The best known consequence of disappearing sea ice has been the loss of polar bear habitat, and the polar bear is quickly emerging as the poster child of global climate change. Dependent on sea ice for so much of its behavior, including standing on it to hunt for seals, its most important source of food, reports are emerging of bears starving, drowning, even eating each other. One scientist monitored 9 polar bears swimming in the Chukchi Sea north of the Bering Strait, not in itself unusual—bears are powerful swimmers capable of covering 100 miles in the water. The group was only 40 miles from land—but heading in the wrong direction, where the closest land was 400 miles away, well out of range.

In May, the polar bear was listed as threatened—one step away from endangered.

The scariest part of the data is the quickening pace of the change. Only a few years ago, many scientists were noticing a warning trend, and began predicting a totally ice-free Arctic Ocean at its summer peak within 50 or 80 years. Then they began saying it would likely happen within 30 years.

Some are now predicting only five years from now. Within five years, an ice-free pole in the summer.

For ice is a giant mirror reflecting sunlight back into space, protecting the ocean water below from sunlight energy.
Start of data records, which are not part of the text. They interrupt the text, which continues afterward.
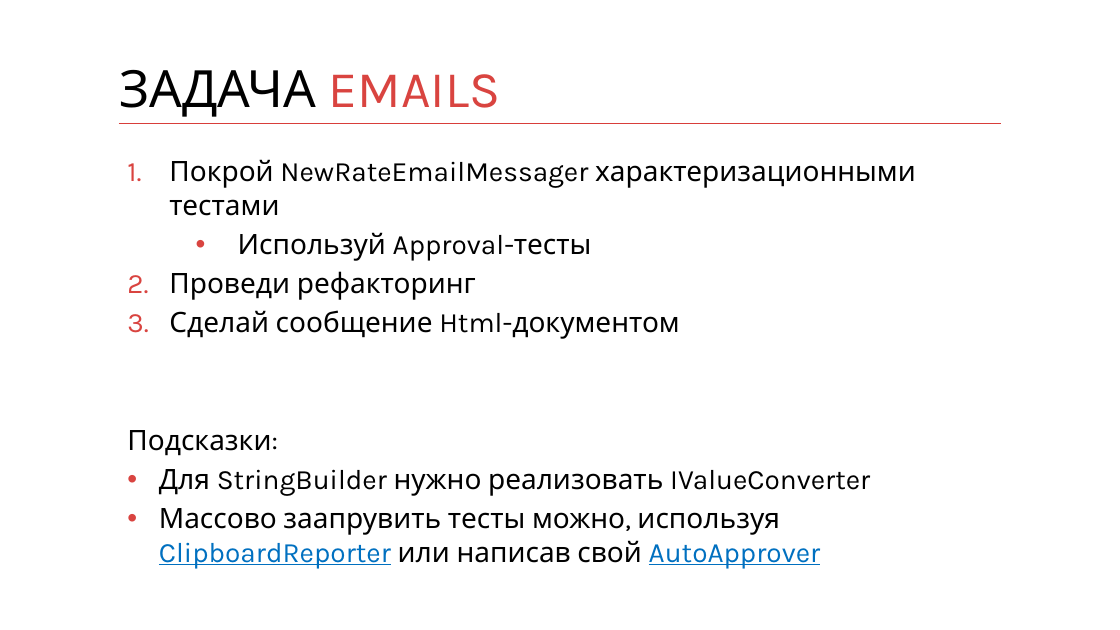
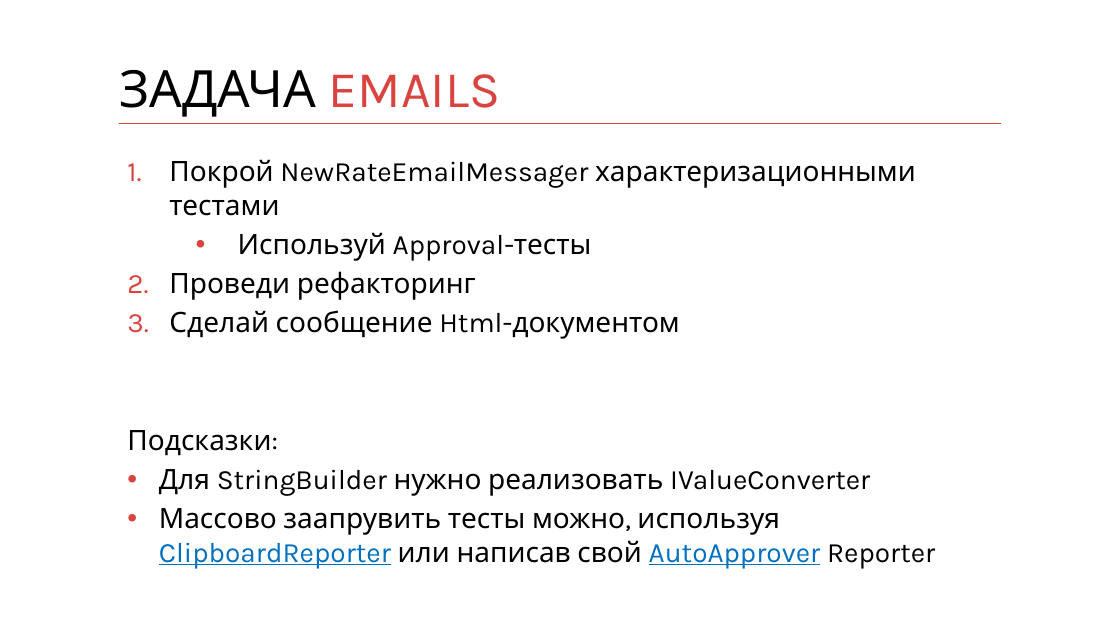
Before and after one commit to kontur-courses/legacy, a slide deck: slide 13 of legacy.pptx. Drawn at 1120x630 pixels with LibreOffice and Linux fonts; fonts in the diff are those of the drawing. Boxes give left, top, right and bottom in pixels: in the first picture for what was removed or moved away, otherwise in the second. Text is boxed around its words. In the diff, an @@ line names an element or a change of style, - is before the commit and + after.

Commit message:
New Read.me & fix pptx

```diff
--- a/legacy.pptx
+++ b/legacy.pptx
@@ text at (159,508,935,569): text changed @@
-• Массово заапрувить тесты можно, используя ClipboardReporter или написав свой AutoApprover
+• Массово заапрувить тесты можно, используя ClipboardReporter или написав свой AutoApprover Reporter
```
Also in this commit, not shown: 1 other file.

When sea ice melts, the sunlight strikes the dark ocean water, which then warms. As it warms, it melts more snow, which uncovers more water, which warms—and you have a positive feedback loop exacerbating the trend.
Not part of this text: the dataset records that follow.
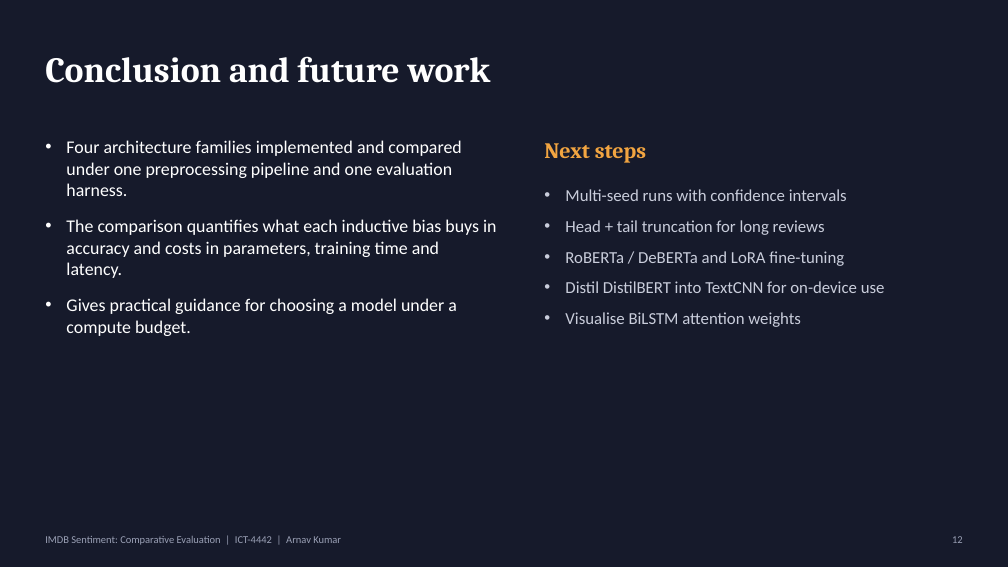
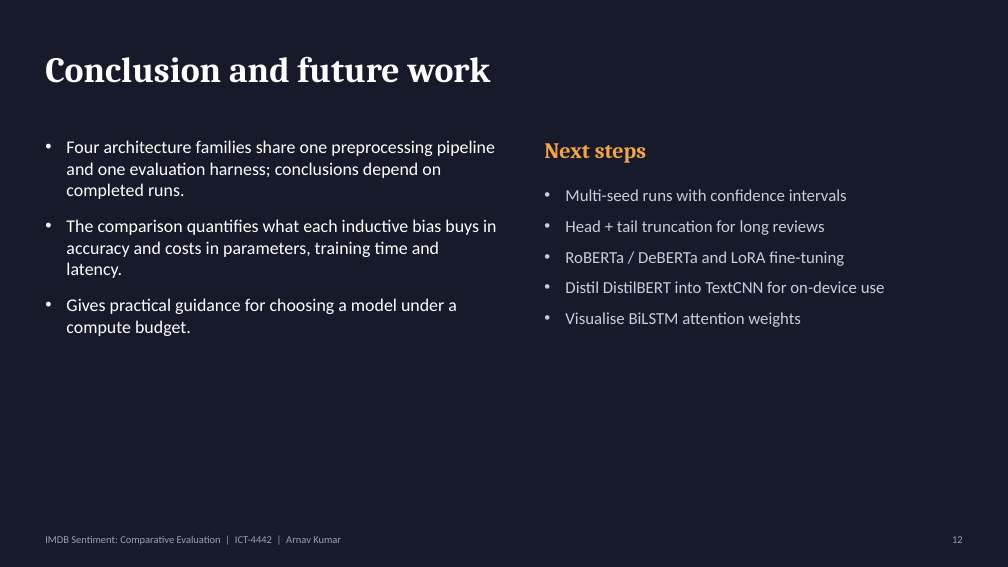
Before and after one commit to gjarper10-lgtm/imdb-sentiment-analysis, a slide deck: slide 12 of docs/Project_Presentation.pptx. Drawn at 1008x567 pixels with LibreOffice and Linux fonts; fonts in the diff are those of the drawing. Boxes give left, top, right and bottom in pixels: in the first picture for what was removed or moved away, otherwise in the second. Text is boxed around its words. In the diff, an @@ line names an element or a change of style, - is before the commit and + after.

```diff
--- a/docs/Project_Presentation.pptx
+++ b/docs/Project_Presentation.pptx
@@ text at box(66, 140, 495, 199): text changed @@
-• Four architecture families implemented and compared under one preprocessing pipeline and one evaluation harness.
+• Four architecture families share one preprocessing pipeline and one evaluation harness; conclusions depend on completed runs.
```
Also in this commit, not shown: 2 other slides changed, 26 other files.

Now some nations, most notably Russia, are salivating over the notion of an ice-free Arctic, as there are huge possible pockets of oil trapped beneath the waters, oil much easier to reach without permanent ice. Talk about a positive feedback loop: the burning of fossil fuels releases carbon dioxide, which warms the climate, which melts the ice, which opens up new oil fields, which releases carbon dioxide—and ripples throughout both economy and ecology.

But all this discussion of polar bears and petro-exploitation misses the biggest issue raised by the possible melting of the Arctic’s ice cap:

Just where will Santa put his workshop as the sea ice vanishes beneath the North Pole?

Something to think about as you place your child atop Santa’s lap in the holiday season. And shop for presents that release no greenhouse gases.